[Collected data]
BEGIN

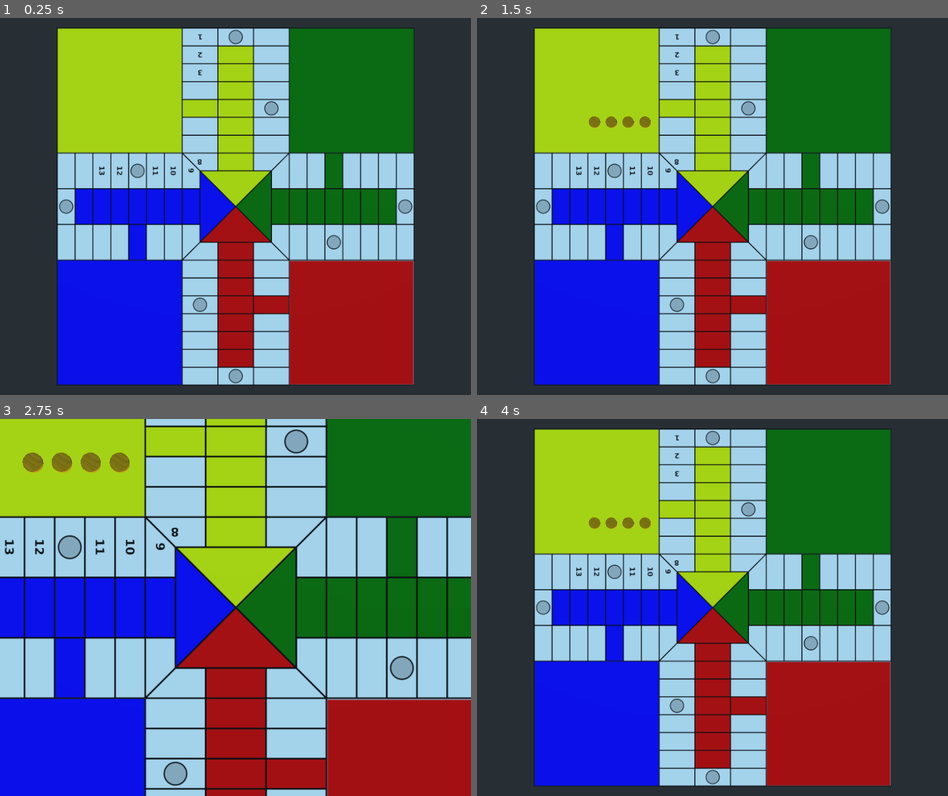
Above: before the commit, frames 1-4 (two rows, left to right).
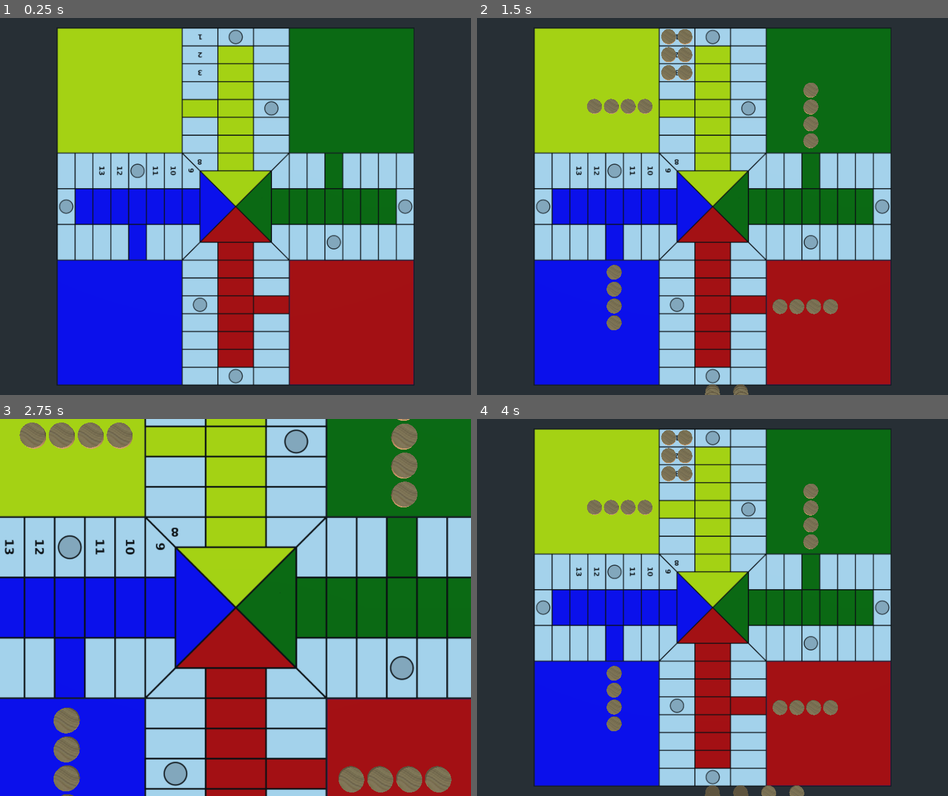
Above: after the commit, the same moments.

Repository: turulomio/gdparchis
Game: Godot game, scene res://scenes/Game4.tscn
Same seed, same stepped clock (60 frames per second), same inputs: the game is played once before the commit and once after it.
Inputs (mouse positions are in pixels of both pictures, inside the frame that each line leads up to):
- Up to frame 1 (0.25 s): no input
- Up to frame 2 (1.5 s): move the mouse to (816, 187) at 0.52 s; click (816, 187) at 0.6 s; move the mouse to (618, 225) at 1.27 s; click (618, 225) at 1.35 s
- Up to frame 3 (2.75 s): tap Enter at 2 s; move the mouse to (282, 524) at 2.02 s; tap Z (zoom_in) at 2.1 s; click (282, 524) at 2.3 s
- Up to frame 4 (4 s): tap Space at 2.75 s; move the mouse to (688, 682) at 2.77 s; tap A (zoom_out) at 2.85 s; click (688, 682) at 3.05 s; tap Enter at 3.5 s; move the mouse to (853, 664) at 3.52 s; click (853, 664) at 3.6 s

The runs differ from the first frame. In frame 1, 0.2% of the frame differs, in the area x 61-88%, y 64-98%; in frame 2, 2.8%; in frame 3, 5.1%, in the area x 4-100%, y 0-100%; in frame 4, 2.9%.

Commit message:
Game4 debug mode

Diff:
--- a/images/parchis4.svg
+++ b/images/parchis4.svg
@@ -8,7 +8,7 @@
    version="1.1"
    id="svg1668"
    inkscape:version="1.1.2 (0a00cf5339, 2022-02-04)"
-   sodipodi:docname="parchis4_mio.svg"
+   sodipodi:docname="parchis4.svg"
    xmlns:inkscape="http://www.inkscape.org/namespaces/inkscape"
    xmlns:sodipodi="http://sodipodi.sourceforge.net/DTD/sodipodi-0.dtd"
    xmlns="http://www.w3.org/2000/svg"
@@ -24,13 +24,13 @@
      inkscape:document-units="mm"
      showgrid="false"
      units="cm"
-     inkscape:zoom="0.25"
-     inkscape:cx="924"
-     inkscape:cy="1242"
+     inkscape:zoom="0.66"
+     inkscape:cx="1821.9697"
+     inkscape:cy="1395.4545"
      inkscape:window-width="1714"
      inkscape:window-height="995"
      inkscape:window-x="38"
-     inkscape:window-y="16"
+     inkscape:window-y="8"
      inkscape:window-maximized="0"
      inkscape:current-layer="layer1"
      inkscape:lockguides="true" />
@@ -221,7 +221,7 @@
        style="font-style:normal;font-variant:normal;font-weight:bold;font-stretch:normal;font-size:46.6667px;line-heigh …(303 unchanged characters)…
          x="-396.71289"
          y="349.20706"
-         id="tspan283174">13</tspan></text>
+         id="tspan747">13</tspan></text>
     <path
        style="fill:#0000ff;fill-opacity:1;stroke:#000000;stroke-width:1.773;stroke-linejoin:miter;stroke-miterlimit:4;stroke-dashoffset:0;stroke-opacity:1"
        d="m 95.12048,346.41136 v -62.8227 H 63.709193 v 62.8227 z"
@@ -261,7 +261,7 @@
        style="font-style:normal;font-variant:normal;font-weight:bold;font-stretch:normal;font-size:46.6667px;line-heigh …(301 unchanged characters)…
          x="-396.71289"
          y="349.20706"
-         id="tspan283176">11</tspan></text>
+         id="tspan749">11</tspan></text>
     <path
        style="fill:#0000ff;fill-opacity:1;stroke:#000000;stroke-width:1.773;stroke-linejoin:miter;stroke-miterlimit:4;stroke-dashoffset:0;stroke-opacity:1"
        d="m 189.35447,346.41136 v -62.8227 h -31.41129 v 62.8227 z"
@@ -282,7 +282,7 @@
        style="font-style:normal;font-variant:normal;font-weight:bold;font-stretch:normal;font-size:46.6667px;line-heigh …(299 unchanged characters)…
          x="-396.71289"
          y="349.20706"
-         id="tspan283178">10</tspan></text>
+         id="tspan751">10</tspan></text>
     <path
        style="fill:#0000ff;fill-opacity:1;stroke:#000000;stroke-width:1.773;stroke-linejoin:miter;stroke-miterlimit:4;stroke-dashoffset:0;stroke-opacity:1"
        d="m 220.76575,346.41136 v -62.8227 h -31.41128 v 62.8227 z"
@@ -341,7 +341,7 @@
        style="font-style:normal;font-variant:normal;font-weight:bold;font-stretch:normal;font-size:46.6667px;line-heigh …(293 unchanged characters)…
          x="-396.71289"
          y="349.20706"
-         id="tspan283180">3</tspan></text>
+         id="tspan753">3</tspan></text>
     <path
        style="fill:#ffff00;fill-opacity:1;stroke:#000000;stroke-width:1.773;stroke-linejoin:miter;stroke-miterlimit:4;stroke-dashoffset:0;stroke-opacity:1"
        d="m 346.41134,95.12068 h -62.8227 V 63.709393 h 62.8227 z"
@@ -402,7 +402,7 @@
        style="font-style:normal;font-variant:normal;font-weight:bold;font-stretch:normal;font-size:46.6667px;line-heigh …(295 unchanged characters)…
          x="-396.71289"
          y="349.20706"
-         id="tspan283182">8</tspan></text>
+         id="tspan755">8</tspan></text>
     <text
        xml:space="preserve"
        transform="matrix(0,0.26458333,-0.26458333,0,324.37737,352.29381)"
@@ -410,7 +410,7 @@
        style="font-style:normal;font-variant:normal;font-weight:bold;font-stretch:normal;font-size:46.6667px;line-heigh …(297 unchanged characters)…
          x="-396.71289"
          y="349.20706"
-         id="tspan283184">9</tspan></text>
+         id="tspan757">9</tspan></text>
     <path
        style="fill:#ffff00;fill-opacity:1;stroke:#000000;stroke-width:1.773;stroke-linejoin:miter;stroke-miterlimit:4;stroke-dashoffset:0;stroke-opacity:1"
        d="m 346.41134,252.17733 h -62.8227 v -31.41138 h 62.8227 z"
@@ -533,6 +533,18 @@
          y="676.45093" />
     </g>
     <g
+       transform="matrix(0,-1.7729962,1.7729962,0,-790.11095,752.33515)"
+       id="g2957-3"
+       style="fill:#0000ff;fill-opacity:1">
+      <rect
+         style="fill:#0000ff;fill-opacity:1;stroke:#1a1a1a;stroke-width:1;stroke-linejoin:miter;stroke-miterlimit:4;stroke-dasharray:none;stroke-dashoffset:0;stroke-opacity:1"
+         id="rect2955-6"
+         width="124.01575"
+         height="124.01575"
+         x="69.499016"
+         y="676.45093" />
+    </g>
+    <g
        transform="matrix(0,-1.7729962,1.7729962,0,-1198.4584,343.98745)"
        id="g2957-1"
        style="fill:#ffff00;fill-opacity:1">
@@ -551,17 +563,6 @@
       <rect
          style="fill:#008000;fill-opacity:1;stroke:#1a1a1a;stroke-width:1;stroke-linejoin:miter;stroke-miterlimit:4;stroke-dasharray:none;stroke-dashoffset:0;stroke-opacity:1"
          id="rect2955-4"
-         width="124.01575"
-         height="124.01575"
-         x="69.499016"
-         y="676.45093" />
-    </g>
-    <g
-       transform="matrix(0,-1.7729962,1.7729962,0,-790.11088,752.33501)"
-       id="g2957-2">
-      <rect
-         style="fill:#e6e6e6;fill-opacity:1;stroke:#1a1a1a;stroke-width:1;stroke-linejoin:miter;stroke-miterlimit:4;stroke-dasharray:none;stroke-dashoffset:0;stroke-opacity:1"
-         id="rect2955-45"
          width="124.01575"
          height="124.01575"
          x="69.499016"
@@ -582,10 +583,6 @@
          ry="11.727657"
          transform="rotate(-90)" />
     </g>
-    <path
-       style="fill:#ff0000;fill-opacity:1;fill-rule:evenodd;stroke-width:0.811485;paint-order:markers fill stroke"
-       d="M 518.9393,627.9745 H 410.37121 V 519.4064 410.8383 H 518.9393 627.50742 v 108.5681 108.5681 z"
-       id="path4123" />
     <circle
        id="path80175"
        style="fill:#0000ff;stroke:#000000;stroke-width:0.264583"
@@ -723,7 +720,7 @@
        style="font-style:normal;font-variant:normal;font-weight:bold;font-stretch:normal;font-size:46.6667px;line-heigh …(289 unchanged characters)…
          x="-396.71289"
          y="349.20706"
-         id="tspan283186">1</tspan></text>
+         id="tspan759">1</tspan></text>
     <text
        xml:space="preserve"
        transform="matrix(-0.26458333,0,0,-0.26458333,151.46104,135.81609)"
@@ -731,7 +728,7 @@
        style="font-style:normal;font-variant:normal;font-weight:bold;font-stretch:normal;font-size:46.6667px;line-heigh …(291 unchanged characters)…
          x="-396.71289"
          y="349.20706"
-         id="tspan283188">2</tspan></text>
+         id="tspan761">2</tspan></text>
     <path
        style="display:inline;fill:#ffffff;fill-opacity:1;stroke:#000000;stroke-width:1.773;stroke-linejoin:miter;stroke-miterlimit:4;stroke-dashoffset:0;stroke-opacity:1"
        d="M 126.53176,283.58866 V 220.76594 H 95.12048 v 62.82272 z"
@@ -743,6 +740,11 @@
        style="font-style:normal;font-variant:normal;font-weight:bold;font-stretch:normal;font-size:46.6667px;line-heigh …(301 unchanged characters)…
          x="-396.71289"
          y="349.20706"
-         id="tspan283190">12</tspan></text>
+         id="tspan763">12</tspan></text>
+    <path
+       style="fill:#ff0000;stroke-width:1.51515"
+       d="m 1550.7576,1962.1212 v -411.3636 h 411.3636 411.3636 v 411.3636 411.3636 h -411.3636 -411.3636 z"
+       id="path549"
+       transform="scale(0.26458333)" />
   </g>
 </svg>
--- a/scenes/Game4.gd
+++ b/scenes/Game4.gd
@@ -15,10 +15,14 @@
 	var ray_to= ray_from + $Camera.project_ray_normal(mouse_pos)*1000
 	var space_state=get_world().direct_space_state
 	var selection=space_state.intersect_ray(ray_from,ray_to)
+	print(selection)
 	return selection.collider
 
 # Called when the node enters the scene tree for the first time.
 func _ready():
+	var piece_scene=load("res://scenes/Piece.tscn")
+	var debug=true
+
 
 	## Creating players
 	self.max_players=4
@@ -29,13 +33,22 @@
 	for i in range(1,105):
 		self.squares.append(Square.new(i))
 
+	## DEBUG SHOWS ALL PIECES IN ALL SQUARES
+	if debug==true:
+		for s in self.squares.values():
+			while s.empty_position()>=0:
+				var piece=piece_scene.instance()
+				self.add_child(piece)
+				piece.global_transform.origin=Globals.position4(s.id,s.empty_position())
+				s.pieces[s.empty_position()]=piece
+		return
+
 	## Creating routes
 	self.routes={}
 	for e_color in Globals.e_colors(self.max_players):
 		self.routes[str(e_color)]=Route.new(self.max_players, e_color, self.squares)
 
 	# Create players pieces
-	var piece_scene=load("res://scenes/Piece.tscn")
 	for i in range(16):
 		var player=self.players.get(int(i / self.max_players))
 		var route=self.routes[str(player.id)]
--- a/scenes/Globals.gd
+++ b/scenes/Globals.gd
@@ -7,22 +7,31 @@
 	if max_players==4:
 		return [eColors.YELLOW,eColors.BLUE,eColors.RED,eColors.GREEN]
 
-func rotate(center, angle, point):
-	return point
-
-func position_4_start(center, angle, square_position):
-	var r
-	if square_position == 0:
-		 r= Vector3(center.x-6,center.y,center.z)
-	if square_position == 1:
-		r= Vector3(center.x-3,center.y,center.z)
-	if square_position == 2:
-		r= Vector3(center.x,center.y,center.z)
-	if square_position == 3:
-		r= Vector3(center.x+3,center.y,center.z)
-
-	return rotate(center,angle, r)
-
+# Lo calcule ayudandome de la función y con simetrías
+#func get_object_under_mouse():
+#	var mouse_pos=get_viewport().get_mouse_position()
+#	var ray_from=$Camera.project_ray_origin(mouse_pos)
+#	var ray_to= ray_from + $Camera.project_ray_normal(mouse_pos)*1000
+#	var space_state=get_world().direct_space_state
+#	var selection=space_state.intersect_ray(ray_from,ray_to)
+#	print(selection)
+#	return selection.collider
 func position4(square_id, square_position):
-		var h=40
-		return position_4_start(Vector3(-15,h,-15),0,square_position)
+	var h=40
+	match square_id:
+		1:
+			return [Vector3(-4.9,h,-30.2), Vector3(-7.8,h,-30.2)][square_position]
+		2:
+			return [Vector3(-4.9,h,-27.0), Vector3(-7.8,h,-27.0)][square_position]
+		3:
+			return [Vector3(-4.9,h,-23.8), Vector3(-7.8,h,-23.8)][square_position]
+		101:
+			return [Vector3(-21,h,-21+3.2), Vector3(-21+3,h,-21+3.2),Vector3(-21+6,h,-21+3.2),Vector3(-21+9,h,-21+3.2)][square_position]
+		102:
+			return [Vector3(-17.5,h,11.7), Vector3(-17.5,h,14.7),Vector3(-17.5,h,17.7),Vector3(-17.5,h,20.7)][square_position]
+		103:
+			return [Vector3(21,h,21-3.2), Vector3(21-3,h,21-3.2),Vector3(21-6,h,21-3.2),Vector3(21-9,h,21-3.2)][square_position]
+		104:
+			return [Vector3(17.5,h,-11.7), Vector3(17.5,h,-14.7),Vector3(17.5,h,-17.7),Vector3(17.5,h,-20.7)][square_position]
+		_:
+			return [Vector3(0,h+square_id*1,33),Vector3(5,h+square_id*1,33),Vector3(10,h+square_id*1,33),Vector3(15,h+square_id*1,33)][square_position]
--- a/scenes/Piece.gd
+++ b/scenes/Piece.gd
@@ -21,52 +21,52 @@
 	match(self.id):
 		0:
 			self.set_color(ColorN("yellow",1))
-			self.global_transform.origin=Globals.position4(115,0)
+			self.global_transform.origin=Globals.position4(101,0)
 		1:
 			self.set_color(ColorN("yellow",1))
-			self.global_transform.origin=Globals.position4(115,1)
+			self.global_transform.origin=Globals.position4(101,1)
 		2:
 			self.set_color(ColorN("yellow",1))
-			self.global_transform.origin=Globals.position4(115,2)
+			self.global_transform.origin=Globals.position4(101,2)
 		3:
 			self.set_color(ColorN("yellow",1))
-			self.global_transform.origin=Globals.position4(115,3)
+			self.global_transform.origin=Globals.position4(101,3)
 		4:
-			self.set_color(ColorN("blueviolet",1))
-			self.global_transform.origin=Vector3(-3*self.id+3, self.id*8, 50)
+			self.set_color(ColorN("blue",1))
+			self.global_transform.origin=Globals.position4(102,0)
 		5:
 			self.set_color(ColorN("blue",1))
-			self.global_transform.origin=Vector3(-3*self.id+3, self.id*8, 50)
+			self.global_transform.origin=Globals.position4(102,1)
 		6:
 			self.set_color(ColorN("blue",1))
-			self.global_transform.origin=Vector3(-3*self.id+3, self.id*8, 50)
+			self.global_transform.origin=Globals.position4(102,2)
 		7:
 			self.set_color(ColorN("blue",1))
-			self.global_transform.origin=Vector3(-3*self.id+3, self.id*8, 50)
+			self.global_transform.origin=Globals.position4(102,3)
 		8:
 			self.set_color(ColorN("red",1))
-			self.global_transform.origin=Vector3(-3*self.id+3, self.id*8, 50)
+			self.global_transform.origin=Globals.position4(103,0)
 		9:
 			self.set_color(ColorN("red",1))
-			self.global_transform.origin=Vector3(-3*self.id+3, self.id*8, 50)
+			self.global_transform.origin=Globals.position4(103,1)
 		10:
 			self.set_color(ColorN("red",1))
-			self.global_transform.origin=Vector3(-3*self.id+3, self.id*8, 50)
+			self.global_transform.origin=Globals.position4(103,2)
 		11:
 			self.set_color(ColorN("red",1))
-			self.global_transform.origin=Vector3(-3*self.id+3, self.id*8, 50)
+			self.global_transform.origin=Globals.position4(103,3)
 		12:
 			self.set_color(ColorN("green",1))
-			self.global_transform.origin=Vector3(-3*self.id+3, self.id*8, 50)
+			self.global_transform.origin=Globals.position4(104,0)
 		13:
 			self.set_color(ColorN("green",1))
-			self.global_transform.origin=Vector3(-3*self.id+3, self.id*8, 50)
+			self.global_transform.origin=Globals.position4(104,1)
 		14:
 			self.set_color(ColorN("green",1))
-			self.global_transform.origin=Vector3(-3*self.id+3, self.id*8, 50)
+			self.global_transform.origin=Globals.position4(104,2)
 		15:
 			self.set_color(ColorN("green",1))
-			self.global_transform.origin=Vector3(-3*self.id+3, self.id*8, 50)
+			self.global_transform.origin=Globals.position4(104,3)
 
 func square():
 	return self.route.square_at(self.route_position)
--- a/scenes/Piece.tscn
+++ b/scenes/Piece.tscn
@@ -14,7 +14,7 @@
 script = ExtResource( 1 )
 
 [node name="MeshInstance" type="MeshInstance" parent="."]
-transform = Transform( 1, 0, 0, 0, 0.1, 0, 0, 0, 1, 0, 0, 0 )
+transform = Transform( 1.3, 0, 0, 0, 0.1, 0, 0, 0, 1.3, 0, 0, 0 )
 mesh = SubResource( 4 )
 material/0 = SubResource( 5 )
 
--- a/scenes/Route.gd
+++ b/scenes/Route.gd
@@ -1,7 +1,7 @@
 class_name Route
 extends ListManager
 
-var max_players
+var max_players: int
 var e_color
 func _init (p_max_players, e_color,squares):
 	self.max_players=p_max_players
--- a/scenes/Square.gd
+++ b/scenes/Square.gd
@@ -29,12 +29,21 @@
 		101:
 			self.type=Globals.eSquareTypes.START
 			self.color=Globals.eColors.YELLOW
+		102:
+			self.type=Globals.eSquareTypes.START
+			self.color=Globals.eColors.BLUE
+		103:
+			self.type=Globals.eSquareTypes.START
+			self.color=Globals.eColors.RED
+		104:
+			self.type=Globals.eSquareTypes.START
+			self.color=Globals.eColors.GREEN
 
-	for i in range(self.max_pieces()):
+	for _i in range(self.max_pieces()):
 		self.pieces.append(null)
-
+	print(self.pieces)
 func max_pieces():
-	if self.type==Globals.eSquareTypes.START:
+	if self.type in [Globals.eSquareTypes.START,Globals.eSquareTypes.END]:
 		return 4
 	return 2
 
@@ -44,7 +53,3 @@
 		if self.pieces[position] == null:
 			return position
 	return -1
-
-	if self.pieces.size()<self.max_pieces():
-		return true
-	return false
Binary file changed: images/parchis4.png

END

● **Assignment**:
Among the lines above, which contain the word "type"? Copy every one.

● **Solution**:
 [node name="MeshInstance" type="MeshInstance" parent="."]
 			self.type=Globals.eSquareTypes.START
+			self.type=Globals.eSquareTypes.START
+			self.type=Globals.eSquareTypes.START
+			self.type=Globals.eSquareTypes.START
-	if self.type==Globals.eSquareTypes.START:
+	if self.type in [Globals.eSquareTypes.START,Globals.eSquareTypes.END]:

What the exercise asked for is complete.